Restarting a Node in the Cluster - Node Restart Error, Sometimes Fails to Start, Sometimes Succeeds

Note:
This topic has been translated from a Chinese forum by GPT and might contain errors.

Original topic: 重启集群中的一个节点-重启节点报错,偶尔起不来,偶尔能起来

| username: 艾维iii

[TiDB Usage Environment] Production Environment
[TiDB Version] 7.1.1
[Reproduction Path] Restart any node in the cluster
[Encountered Problem: Problem Phenomenon and Impact]
Error: init config failed: 192.168.4.14:2379: transfer from /root/.tiup/storage/cluster/clusters/tidb-test/config-cache/pd-192.168.4.14-2379.service to /tmp/pd_5c639c96-93a9-4757-89a3-1195781e5ca7.service failed: failed to scp /root/.tiup/storage/cluster/clusters/tidb-test/config-cache/pd-192.168.4.14-2379.service to tidb@192.168.4.14:/tmp/pd_5c639c96-93a9-4757-89a3-1195781e5ca7.service: Process exited with status 1

| username: dba远航 | Original post link

It feels like an issue with SCP instability. Try doing a manual SCP to see if it works.

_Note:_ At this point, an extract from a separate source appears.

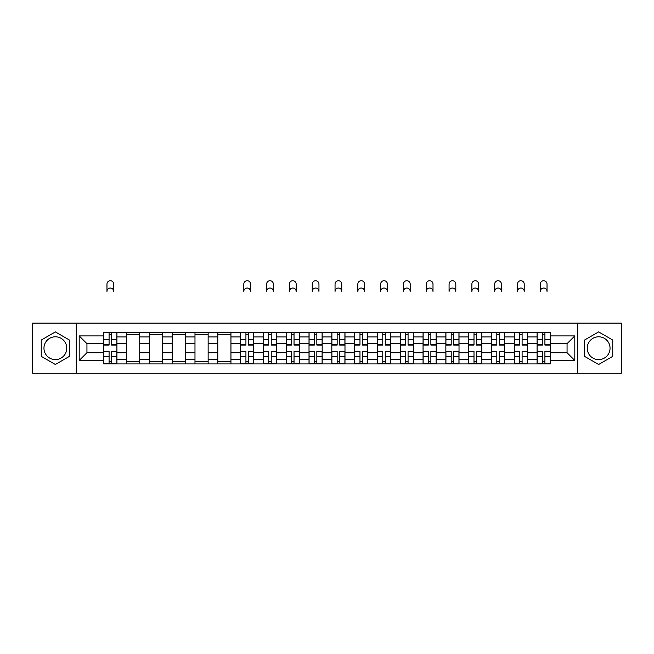 <?xml version="1.0" encoding="UTF-8"?>
<svg xmlns="http://www.w3.org/2000/svg" width="654" height="654" viewBox="0 0 654 654"><rect width="100%" height="100%" fill="white"/><g stroke="black" fill="none" stroke-linecap="round" stroke-linejoin="round"><path stroke-width="0.98" d="M55.361 359.602A11.404 11.404 0 0 1 43.957 348.198A11.404 11.404 0 0 1 55.361 336.794A11.404 11.404 0 0 1 66.765 348.198A11.404 11.404 0 0 1 55.361 359.602M598.639 359.602A11.404 11.404 0 0 1 587.235 348.198A11.404 11.404 0 0 1 598.639 336.794A11.404 11.404 0 0 1 610.043 348.198A11.404 11.404 0 0 1 598.639 359.602M577.735 373.271L621.3 373.271L621.3 323.125L32.7 323.125L32.7 373.271L577.735 373.271L577.735 323.125M126.557 363.918L126.557 336.941L116.911 336.941L116.911 363.918M116.911 336.941L116.911 332.485M126.557 336.941L126.557 332.485M139.719 332.485L139.719 363.918M149.365 363.918L149.365 332.485M162.527 332.485L162.527 363.918M172.174 363.918L172.174 332.485M185.335 332.485L185.335 363.918M194.982 363.918L194.982 332.485M208.144 332.485L208.144 363.918M217.79 363.918L217.79 332.485M230.944 332.485L230.944 363.918M240.598 363.918L240.598 332.485M253.752 332.485L253.752 363.918M263.407 363.918L263.407 332.485M276.56 332.485L276.56 363.918M286.207 363.918L286.207 332.485M299.368 332.485L299.368 363.918M309.015 363.918L309.015 332.485M322.177 332.485L322.177 363.918M331.823 363.918L331.823 332.485M344.985 332.485L344.985 363.918M354.632 363.918L354.632 332.485M367.793 332.485L367.793 363.918M377.44 363.918L377.44 332.485M390.593 332.485L390.593 363.918M400.248 363.918L400.248 332.485M413.402 332.485L413.402 363.918M423.056 363.918L423.056 332.485M436.21 332.485L436.21 363.918M445.856 363.918L445.856 332.485M459.018 332.485L459.018 363.918M468.665 363.918L468.665 332.485M481.826 332.485L481.826 363.918M491.473 363.918L491.473 332.485M504.635 332.485L504.635 363.918M514.281 363.918L514.281 332.485M527.443 332.485L527.443 363.918M537.089 363.918L537.089 332.485M537.089 352.735L527.443 352.735M514.281 352.735L504.635 352.735M491.473 352.735L481.826 352.735M468.665 352.735L459.018 352.735M445.856 352.735L436.21 352.735M423.056 352.735L413.402 352.735M400.248 352.735L390.593 352.735M377.44 352.735L367.793 352.735M354.632 352.735L344.985 352.735M331.823 352.735L322.177 352.735M309.015 352.735L299.368 352.735M286.207 352.735L276.56 352.735M263.407 352.735L253.752 352.735M240.598 352.735L230.944 352.735M217.79 352.735L208.144 352.735M194.982 352.735L185.335 352.735M172.174 352.735L162.527 352.735M149.365 352.735L139.719 352.735M126.557 352.735L116.911 352.735M537.089 343.669L527.443 343.669M514.281 343.669L504.635 343.669M491.473 343.669L481.826 343.669M468.665 343.669L459.018 343.669M445.856 343.669L436.21 343.669M423.056 343.669L413.402 343.669M400.248 343.669L390.593 343.669M377.44 343.669L367.793 343.669M354.632 343.669L344.985 343.669M331.823 343.669L322.177 343.669M309.015 343.669L299.368 343.669M286.207 343.669L276.56 343.669M263.407 343.669L253.752 343.669M240.598 343.669L230.944 343.669M217.79 343.669L208.144 343.669M194.982 343.669L185.335 343.669M172.174 343.669L162.527 343.669M149.365 343.669L139.719 343.669M126.557 343.669L116.911 343.669M86.941 352.735L103.757 352.735L103.757 343.669L86.941 343.669L86.941 352.735L79.191 360.477L79.191 335.919L103.757 335.919L103.757 343.669M550.243 343.669L550.243 352.735L567.059 352.735L567.059 343.669L550.243 343.669L550.243 332.485L103.757 332.485L103.757 335.919M550.243 335.919L574.809 335.919L574.809 360.477L550.243 360.477L550.243 352.735M103.757 352.735L103.757 363.918L550.243 363.918L550.243 360.477M103.757 360.477L79.191 360.477M76.265 373.271L76.265 323.125M69.471 340.055L55.361 331.905L41.251 340.055L41.251 356.348L55.361 364.491L69.471 356.348L69.471 340.055M612.749 340.055L598.639 331.905L584.529 340.055L584.529 356.348L598.639 364.491L612.749 356.348L612.749 340.055M111.572 361.719L109.087 361.719M109.087 334.676L111.572 334.676M139.719 361.719L126.557 361.719M126.557 334.676L139.719 334.676M162.527 361.719L149.365 361.719M149.365 334.676L162.527 334.676M185.335 361.719L172.174 361.719M172.174 334.676L185.335 334.676M208.144 361.719L194.982 361.719M194.982 334.676L208.144 334.676M230.944 361.719L217.79 361.719M217.79 334.676L230.944 334.676M248.414 361.719L245.929 361.719M245.929 334.676L248.414 334.676M271.222 361.719L268.737 361.719M268.737 334.676L271.222 334.676M294.03 361.719L291.545 361.719M291.545 334.676L294.03 334.676M316.838 361.719L314.353 361.719M314.353 334.676L316.838 334.676M339.647 361.719L337.162 361.719M337.162 334.676L339.647 334.676M362.455 361.719L359.97 361.719M359.97 334.676L362.455 334.676M385.263 361.719L382.778 361.719M382.778 334.676L385.263 334.676M408.071 361.719L405.586 361.719M405.586 334.676L408.071 334.676M430.872 361.719L428.386 361.719M428.386 334.676L430.872 334.676M453.68 361.719L451.195 361.719M451.195 334.676L453.68 334.676M476.488 361.719L474.003 361.719M474.003 334.676L476.488 334.676M499.296 361.719L496.811 361.719M496.811 334.676L499.296 334.676M522.105 361.719L519.619 361.719M519.619 334.676L522.105 334.676M544.913 361.719L542.428 361.719M542.428 334.676L544.913 334.676M79.191 335.919L86.941 343.669M567.059 352.735L574.809 360.477M567.059 343.669L574.809 335.919M113.698 291.398A3.36 3.36 0 0 0 110.33 288.038A3.36 3.36 0 0 0 106.97 291.398L106.97 284.089A3.36 3.36 0 0 1 110.33 280.729A3.36 3.36 0 0 1 113.698 284.089L113.698 291.398M111.572 345.059L111.572 332.633L116.837 332.633L116.837 345.059L111.572 345.059M109.087 334.529L111.572 334.529M109.087 332.633L103.823 332.633L103.823 345.059L109.087 345.059L109.087 332.633L111.572 332.633M109.087 351.345L109.087 363.771L103.823 363.771L103.823 351.345L109.087 351.345M111.572 361.866L109.087 361.866M111.572 363.771L116.837 363.771L116.837 351.345L111.572 351.345L111.572 363.771L109.087 363.771M250.539 291.398A3.36 3.36 0 0 0 247.171 288.038A3.36 3.36 0 0 0 243.811 291.398L243.811 284.089A3.36 3.36 0 0 1 247.171 280.729A3.36 3.36 0 0 1 250.539 284.089L250.539 291.398M248.414 345.059L248.414 332.633L253.678 332.633L253.678 345.059L248.414 345.059M245.929 334.529L248.414 334.529M245.929 332.633L240.672 332.633L240.672 345.059L245.929 345.059L245.929 332.633L248.414 332.633M245.929 351.345L245.929 363.771L240.672 363.771L240.672 351.345L245.929 351.345M248.414 361.866L245.929 361.866M248.414 363.771L253.678 363.771L253.678 351.345L248.414 351.345L248.414 363.771L245.929 363.771M273.347 291.398A3.36 3.36 0 0 0 269.979 288.038A3.36 3.36 0 0 0 266.619 291.398L266.619 284.089A3.36 3.36 0 0 1 269.979 280.729A3.36 3.36 0 0 1 273.347 284.089L273.347 291.398M271.222 345.059L271.222 332.633L276.487 332.633L276.487 345.059L271.222 345.059M268.737 334.529L271.222 334.529M268.737 332.633L263.48 332.633L263.48 345.059L268.737 345.059L268.737 332.633L271.222 332.633M268.737 351.345L268.737 363.771L263.48 363.771L263.48 351.345L268.737 351.345M271.222 361.866L268.737 361.866M271.222 363.771L276.487 363.771L276.487 351.345L271.222 351.345L271.222 363.771L268.737 363.771M296.156 291.398A3.36 3.36 0 0 0 292.788 288.038A3.36 3.36 0 0 0 289.428 291.398L289.428 284.089A3.36 3.36 0 0 1 292.788 280.729A3.36 3.36 0 0 1 296.156 284.089L296.156 291.398M294.03 345.059L294.03 332.633L299.295 332.633L299.295 345.059L294.03 345.059M291.545 334.529L294.03 334.529M291.545 332.633L286.28 332.633L286.28 345.059L291.545 345.059L291.545 332.633L294.03 332.633M291.545 351.345L291.545 363.771L286.28 363.771L286.28 351.345L291.545 351.345M294.03 361.866L291.545 361.866M294.03 363.771L299.295 363.771L299.295 351.345L294.03 351.345L294.03 363.771L291.545 363.771M318.956 291.398A3.36 3.36 0 0 0 315.596 288.038A3.36 3.36 0 0 0 312.236 291.398L312.236 284.089A3.36 3.36 0 0 1 315.596 280.729A3.36 3.36 0 0 1 318.956 284.089L318.956 291.398M316.838 345.059L316.838 332.633L322.103 332.633L322.103 345.059L316.838 345.059M314.353 334.529L316.838 334.529M314.353 332.633L309.089 332.633L309.089 345.059L314.353 345.059L314.353 332.633L316.838 332.633M341.764 291.398A3.36 3.36 0 0 0 338.404 288.038A3.36 3.36 0 0 0 335.044 291.398L335.044 284.089A3.36 3.36 0 0 1 338.404 280.729A3.36 3.36 0 0 1 341.764 284.089L341.764 291.398M339.647 345.059L339.647 332.633L344.911 332.633L344.911 345.059L339.647 345.059M337.162 334.529L339.647 334.529M337.162 332.633L331.897 332.633L331.897 345.059L337.162 345.059L337.162 332.633L339.647 332.633M364.572 291.398A3.36 3.36 0 0 0 361.212 288.038A3.36 3.36 0 0 0 357.844 291.398L357.844 284.089A3.36 3.36 0 0 1 361.212 280.729A3.36 3.36 0 0 1 364.572 284.089L364.572 291.398M362.455 345.059L362.455 332.633L367.72 332.633L367.72 345.059L362.455 345.059M359.97 334.529L362.455 334.529M359.97 332.633L354.705 332.633L354.705 345.059L359.97 345.059L359.97 332.633L362.455 332.633M387.381 291.398A3.36 3.36 0 0 0 384.021 288.038A3.36 3.36 0 0 0 380.653 291.398L380.653 284.089A3.36 3.36 0 0 1 384.021 280.729A3.36 3.36 0 0 1 387.381 284.089L387.381 291.398M385.263 345.059L385.263 332.633L390.52 332.633L390.52 345.059L385.263 345.059M382.778 334.529L385.263 334.529M382.778 332.633L377.513 332.633L377.513 345.059L382.778 345.059L382.778 332.633L385.263 332.633M410.189 291.398A3.36 3.36 0 0 0 406.829 288.038A3.36 3.36 0 0 0 403.461 291.398L403.461 284.089A3.36 3.36 0 0 1 406.829 280.729A3.36 3.36 0 0 1 410.189 284.089L410.189 291.398M408.071 345.059L408.071 332.633L413.328 332.633L413.328 345.059L408.071 345.059M405.586 334.529L408.071 334.529M405.586 332.633L400.322 332.633L400.322 345.059L405.586 345.059L405.586 332.633L408.071 332.633M432.997 291.398A3.36 3.36 0 0 0 429.629 288.038A3.36 3.36 0 0 0 426.269 291.398L426.269 284.089A3.36 3.36 0 0 1 429.629 280.729A3.36 3.36 0 0 1 432.997 284.089L432.997 291.398M430.872 345.059L430.872 332.633L436.136 332.633L436.136 345.059L430.872 345.059M428.386 334.529L430.872 334.529M428.386 332.633L423.13 332.633L423.13 345.059L428.386 345.059L428.386 332.633L430.872 332.633M455.805 291.398A3.36 3.36 0 0 0 452.437 288.038A3.36 3.36 0 0 0 449.077 291.398L449.077 284.089A3.36 3.36 0 0 1 452.437 280.729A3.36 3.36 0 0 1 455.805 284.089L455.805 291.398M453.68 345.059L453.68 332.633L458.945 332.633L458.945 345.059L453.68 345.059M451.195 334.529L453.68 334.529M451.195 332.633L445.93 332.633L445.93 345.059L451.195 345.059L451.195 332.633L453.68 332.633M478.605 291.398A3.36 3.36 0 0 0 475.245 288.038A3.36 3.36 0 0 0 471.886 291.398L471.886 284.089A3.36 3.36 0 0 1 475.245 280.729A3.36 3.36 0 0 1 478.605 284.089L478.605 291.398M476.488 345.059L476.488 332.633L481.753 332.633L481.753 345.059L476.488 345.059M474.003 334.529L476.488 334.529M474.003 332.633L468.738 332.633L468.738 345.059L474.003 345.059L474.003 332.633L476.488 332.633M501.414 291.398A3.36 3.36 0 0 0 498.054 288.038A3.36 3.36 0 0 0 494.694 291.398L494.694 284.089A3.36 3.36 0 0 1 498.054 280.729A3.36 3.36 0 0 1 501.414 284.089L501.414 291.398M499.296 345.059L499.296 332.633L504.561 332.633L504.561 345.059L499.296 345.059M496.811 334.529L499.296 334.529M496.811 332.633L491.546 332.633L491.546 345.059L496.811 345.059L496.811 332.633L499.296 332.633M524.222 291.398A3.36 3.36 0 0 0 520.862 288.038A3.36 3.36 0 0 0 517.502 291.398L517.502 284.089A3.36 3.36 0 0 1 520.862 280.729A3.36 3.36 0 0 1 524.222 284.089L524.222 291.398M522.105 345.059L522.105 332.633L527.369 332.633L527.369 345.059L522.105 345.059M519.619 334.529L522.105 334.529M519.619 332.633L514.355 332.633L514.355 345.059L519.619 345.059L519.619 332.633L522.105 332.633M314.353 351.345L314.353 363.771L309.089 363.771L309.089 351.345L314.353 351.345M316.838 361.866L314.353 361.866M316.838 363.771L322.103 363.771L322.103 351.345L316.838 351.345L316.838 363.771L314.353 363.771M337.162 351.345L337.162 363.771L331.897 363.771L331.897 351.345L337.162 351.345M339.647 361.866L337.162 361.866M339.647 363.771L344.911 363.771L344.911 351.345L339.647 351.345L339.647 363.771L337.162 363.771M359.97 351.345L359.97 363.771L354.705 363.771L354.705 351.345L359.97 351.345M362.455 361.866L359.97 361.866M362.455 363.771L367.72 363.771L367.72 351.345L362.455 351.345L362.455 363.771L359.97 363.771M382.778 351.345L382.778 363.771L377.513 363.771L377.513 351.345L382.778 351.345M385.263 361.866L382.778 361.866M385.263 363.771L390.52 363.771L390.52 351.345L385.263 351.345L385.263 363.771L382.778 363.771M405.586 351.345L405.586 363.771L400.322 363.771L400.322 351.345L405.586 351.345M408.071 361.866L405.586 361.866M408.071 363.771L413.328 363.771L413.328 351.345L408.071 351.345L408.071 363.771L405.586 363.771M428.386 351.345L428.386 363.771L423.13 363.771L423.13 351.345L428.386 351.345M430.872 361.866L428.386 361.866M430.872 363.771L436.136 363.771L436.136 351.345L430.872 351.345L430.872 363.771L428.386 363.771M451.195 351.345L451.195 363.771L445.93 363.771L445.93 351.345L451.195 351.345M453.68 361.866L451.195 361.866M453.68 363.771L458.945 363.771L458.945 351.345L453.68 351.345L453.68 363.771L451.195 363.771M474.003 351.345L474.003 363.771L468.738 363.771L468.738 351.345L474.003 351.345M476.488 361.866L474.003 361.866M476.488 363.771L481.753 363.771L481.753 351.345L476.488 351.345L476.488 363.771L474.003 363.771M496.811 351.345L496.811 363.771L491.546 363.771L491.546 351.345L496.811 351.345M499.296 361.866L496.811 361.866M499.296 363.771L504.561 363.771L504.561 351.345L499.296 351.345L499.296 363.771L496.811 363.771M519.619 351.345L519.619 363.771L514.355 363.771L514.355 351.345L519.619 351.345M522.105 361.866L519.619 361.866M522.105 363.771L527.369 363.771L527.369 351.345L522.105 351.345L522.105 363.771L519.619 363.771M547.03 291.398A3.36 3.36 0 0 0 543.67 288.038A3.36 3.36 0 0 0 540.302 291.398L540.302 284.089A3.36 3.36 0 0 1 543.67 280.729A3.36 3.36 0 0 1 547.03 284.089L547.03 291.398M544.913 345.059L544.913 332.633L550.178 332.633L550.178 345.059L544.913 345.059M542.428 334.529L544.913 334.529M542.428 332.633L537.163 332.633L537.163 345.059L542.428 345.059L542.428 332.633L544.913 332.633M542.428 351.345L542.428 363.771L537.163 363.771L537.163 351.345L542.428 351.345M544.913 361.866L542.428 361.866M544.913 363.771L550.178 363.771L550.178 351.345L544.913 351.345L544.913 363.771L542.428 363.771M514.281 336.941L504.635 336.941M491.473 336.941L481.826 336.941M468.665 336.941L459.018 336.941M445.856 336.941L436.21 336.941M423.056 336.941L413.402 336.941M400.248 336.941L390.593 336.941M377.44 336.941L367.793 336.941M354.632 336.941L344.985 336.941M331.823 336.941L322.177 336.941M309.015 336.941L299.368 336.941M286.207 336.941L276.56 336.941M263.407 336.941L253.752 336.941M240.598 336.941L230.944 336.941M217.79 336.941L208.144 336.941M194.982 336.941L185.335 336.941M172.174 336.941L162.527 336.941M149.365 336.941L139.719 336.941M537.089 336.941L527.443 336.941M514.281 359.455L504.635 359.455M491.473 359.455L481.826 359.455M468.665 359.455L459.018 359.455M445.856 359.455L436.21 359.455M423.056 359.455L413.402 359.455M400.248 359.455L390.593 359.455M377.44 359.455L367.793 359.455M354.632 359.455L344.985 359.455M331.823 359.455L322.177 359.455M309.015 359.455L299.368 359.455M286.207 359.455L276.56 359.455M263.407 359.455L253.752 359.455M240.598 359.455L230.944 359.455M217.79 359.455L208.144 359.455M194.982 359.455L185.335 359.455M172.174 359.455L162.527 359.455M149.365 359.455L139.719 359.455M126.557 359.455L116.911 359.455M537.089 359.455L527.443 359.455M111.572 344.748L116.837 344.748M111.572 339.81L116.837 339.81M103.823 344.748L109.087 344.748M103.823 339.81L109.087 339.81M109.087 351.648L103.823 351.648M109.087 356.585L103.823 356.585M116.837 351.648L111.572 351.648M116.837 356.585L111.572 356.585M248.414 344.748L253.678 344.748M248.414 339.81L253.678 339.81M240.672 344.748L245.929 344.748M240.672 339.81L245.929 339.81M245.929 351.648L240.672 351.648M245.929 356.585L240.672 356.585M253.678 351.648L248.414 351.648M253.678 356.585L248.414 356.585M271.222 344.748L276.487 344.748M271.222 339.81L276.487 339.81M263.48 344.748L268.737 344.748M263.48 339.81L268.737 339.81M268.737 351.648L263.48 351.648M268.737 356.585L263.48 356.585M276.487 351.648L271.222 351.648M276.487 356.585L271.222 356.585M294.03 344.748L299.295 344.748M294.03 339.81L299.295 339.81M286.28 344.748L291.545 344.748M286.28 339.81L291.545 339.81M291.545 351.648L286.28 351.648M291.545 356.585L286.28 356.585M299.295 351.648L294.03 351.648M299.295 356.585L294.03 356.585M316.838 344.748L322.103 344.748M316.838 339.81L322.103 339.81M309.089 344.748L314.353 344.748M309.089 339.81L314.353 339.81M339.647 344.748L344.911 344.748M339.647 339.81L344.911 339.81M331.897 344.748L337.162 344.748M331.897 339.81L337.162 339.81M362.455 344.748L367.72 344.748M362.455 339.81L367.72 339.81M354.705 344.748L359.97 344.748M354.705 339.81L359.97 339.81M385.263 344.748L390.52 344.748M385.263 339.81L390.52 339.81M377.513 344.748L382.778 344.748M377.513 339.81L382.778 339.81M408.071 344.748L413.328 344.748M408.071 339.81L413.328 339.81M400.322 344.748L405.586 344.748M400.322 339.81L405.586 339.81M430.872 344.748L436.136 344.748M430.872 339.81L436.136 339.81M423.13 344.748L428.386 344.748M423.13 339.81L428.386 339.81M453.68 344.748L458.945 344.748M453.68 339.81L458.945 339.81M445.93 344.748L451.195 344.748M445.93 339.81L451.195 339.81M476.488 344.748L481.753 344.748M476.488 339.81L481.753 339.81M468.738 344.748L474.003 344.748M468.738 339.81L474.003 339.81M499.296 344.748L504.561 344.748M499.296 339.81L504.561 339.81M491.546 344.748L496.811 344.748M491.546 339.81L496.811 339.81M522.105 344.748L527.369 344.748M522.105 339.81L527.369 339.81M514.355 344.748L519.619 344.748M514.355 339.81L519.619 339.81M314.353 351.648L309.089 351.648M314.353 356.585L309.089 356.585M322.103 351.648L316.838 351.648M322.103 356.585L316.838 356.585M337.162 351.648L331.897 351.648M337.162 356.585L331.897 356.585M344.911 351.648L339.647 351.648M344.911 356.585L339.647 356.585M359.97 351.648L354.705 351.648M359.97 356.585L354.705 356.585M367.72 351.648L362.455 351.648M367.72 356.585L362.455 356.585M382.778 351.648L377.513 351.648M382.778 356.585L377.513 356.585M390.52 351.648L385.263 351.648M390.52 356.585L385.263 356.585M405.586 351.648L400.322 351.648M405.586 356.585L400.322 356.585M413.328 351.648L408.071 351.648M413.328 356.585L408.071 356.585M428.386 351.648L423.13 351.648M428.386 356.585L423.13 356.585M436.136 351.648L430.872 351.648M436.136 356.585L430.872 356.585M451.195 351.648L445.93 351.648M451.195 356.585L445.93 356.585M458.945 351.648L453.68 351.648M458.945 356.585L453.68 356.585M474.003 351.648L468.738 351.648M474.003 356.585L468.738 356.585M481.753 351.648L476.488 351.648M481.753 356.585L476.488 356.585M496.811 351.648L491.546 351.648M496.811 356.585L491.546 356.585M504.561 351.648L499.296 351.648M504.561 356.585L499.296 356.585M519.619 351.648L514.355 351.648M519.619 356.585L514.355 356.585M527.369 351.648L522.105 351.648M527.369 356.585L522.105 356.585M544.913 344.748L550.178 344.748M544.913 339.81L550.178 339.81M537.163 344.748L542.428 344.748M537.163 339.81L542.428 339.81M542.428 351.648L537.163 351.648M542.428 356.585L537.163 356.585M550.178 351.648L544.913 351.648M550.178 356.585L544.913 356.585"/></g></svg>

| username: 艾维iii | Original post link

The image you provided is not accessible. Please provide the text you need translated.

| username: Jasper | Original post link

Does it always report the 192.168.4.14 node? Is there an issue with mutual trust?

| username: 艾维iii | Original post link

I was operating on machine 14, and even SCP had issues on it.

| username: TiDBer_jYQINSnf | Original post link

Can this machine still connect? It looks like there are so many errors.

| username: dba远航 | Original post link

Have you done mutual trust?

| username: 艾维iii | Original post link

Yes, it can be operated on machine 14.

| username: 艾维iii | Original post link

It seems that when deploying the cluster without mutual trust, it is done using a unified username and password.

| username: 艾维iii | Original post link

TiUP is on 14.

| username: Jasper | Original post link

The cluster maintains a set of public keys for mutual trust, located at .tiup/storage/cluster/clusters/<cluster_name>/ssh. However, if there is an issue with mutual trust, it should not start at all. Based on your description, it occasionally starts, so it doesn’t seem like a mutual trust issue.

| username: 艾维iii | Original post link

It shows as failed, but sometimes the node can be brought up, and sometimes it can’t.

| username: 艾维iii | Original post link

I think the main reason is that the number of threads is too high, causing the CPU to be busy with thread switching.

| username: Jasper | Original post link

Check if the public key in id_rsa.pub exists in ~/.ssh/authorized_keys.
Also, what actions did you take that led to the current state?

| username: Jasper | Original post link

You can try reconfiguring mutual trust and see if it works. You can check the following two links:

| username: 艾维iii | Original post link

It should not be.

| username: TiDBer_小阿飞 | Original post link

This should still be caused by the issue of mutual trust, right? Try configuring mutual trust for all machines and then test it again.

| username: 艾维iii | Original post link

I saw that there was a TiDB user before. I don’t know the password. Can I directly change the password?

| username: TiDBer_小阿飞 | Original post link

Both the tidb user and the root user can change their passwords first and then configure mutual trust. It depends on which user you used to set up the cluster environment. Generally, configuring with the root user is sufficient. Given your current situation, it is recommended to establish mutual trust for both the root and tidb users.

| username: 艾维iii | Original post link

After configuring mutual trust, it doesn’t take effect, and SSH still requires a password. It’s frustrating.